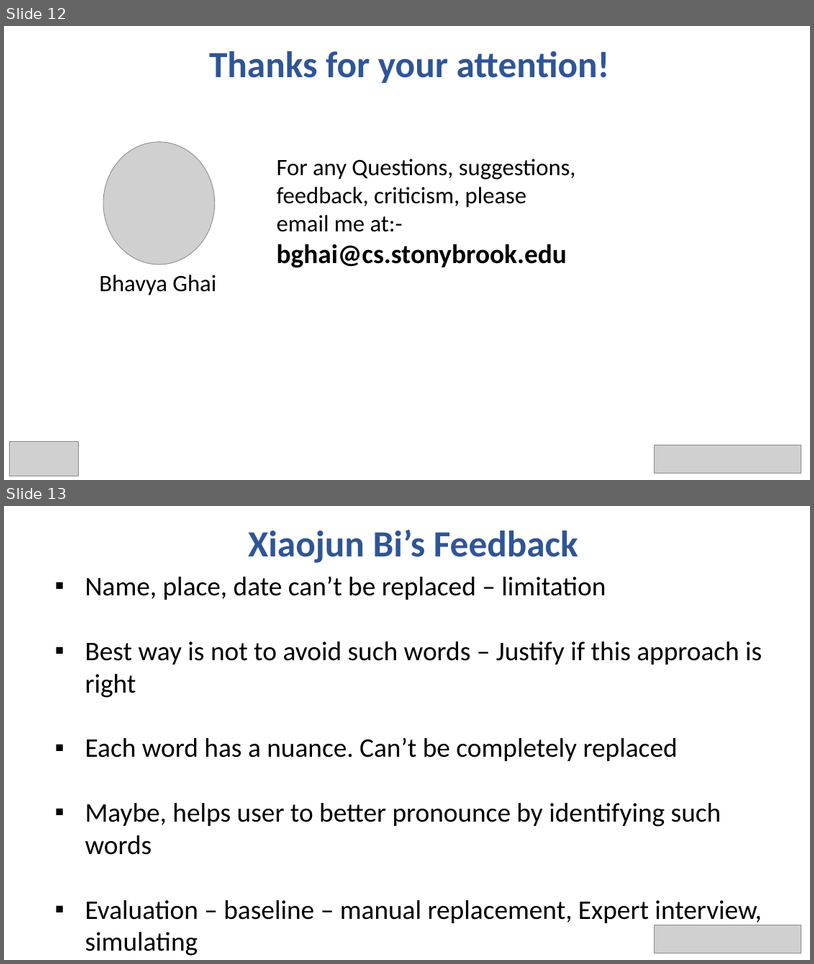
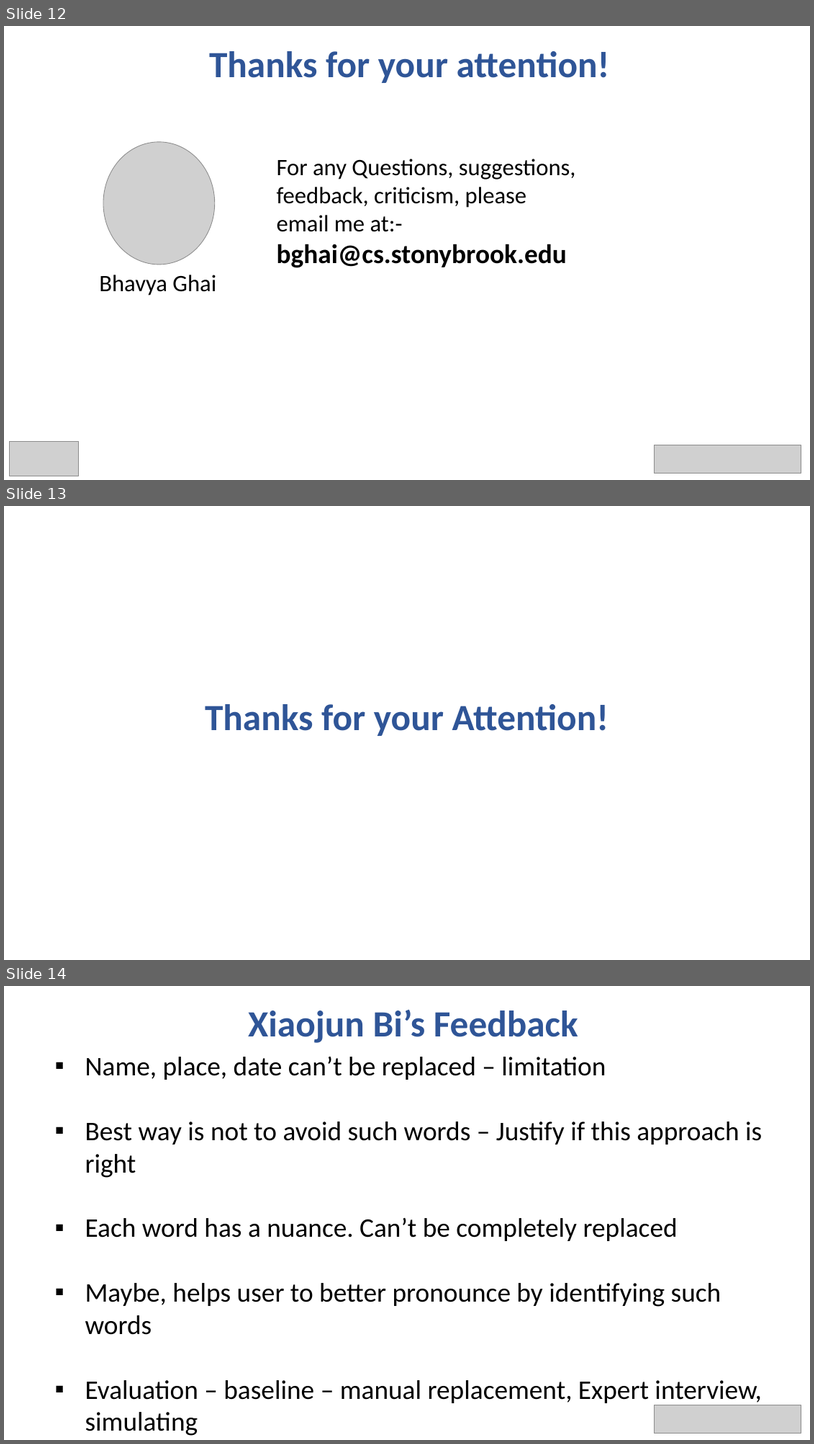
Before and after one commit to bhavyaghai/Fluent, a slide deck: presentation.pptx. Shown one above the other, each under a label of ours: slides 12 and 13 before the commit, slides 12, 13 and 14 after it. The pictures are 814x964 and 814x1444 pixels, drawn with LibreOffice and Linux fonts; fonts in the diff are those of the drawing; grey boxes stand for pictures. Boxes give left, top, right and bottom in pixels: in the first picture for what was removed or moved away, otherwise in the second. Text is boxed around its words. In the diff, an @@ line names an element or a change of style, - is before the commit and + after.

```diff
--- a/presentation.pptx
+++ b/presentation.pptx
@@ slide 13 added at [4,506,810,960], background #FFFFFF @@
@@ text added at [205,704,609,736], 44 pt, text #2F5597, bold @@
+Thanks for your Attention!
@@ what was slide 13 is now slide 14 @@
```
Also in this commit, not shown: 11 other files.
__________
**WORK ORDER**
Using the material above, please count the lines in which the word "what" occurs and give the number with nothing added.

**YOUR SOLUTION**
2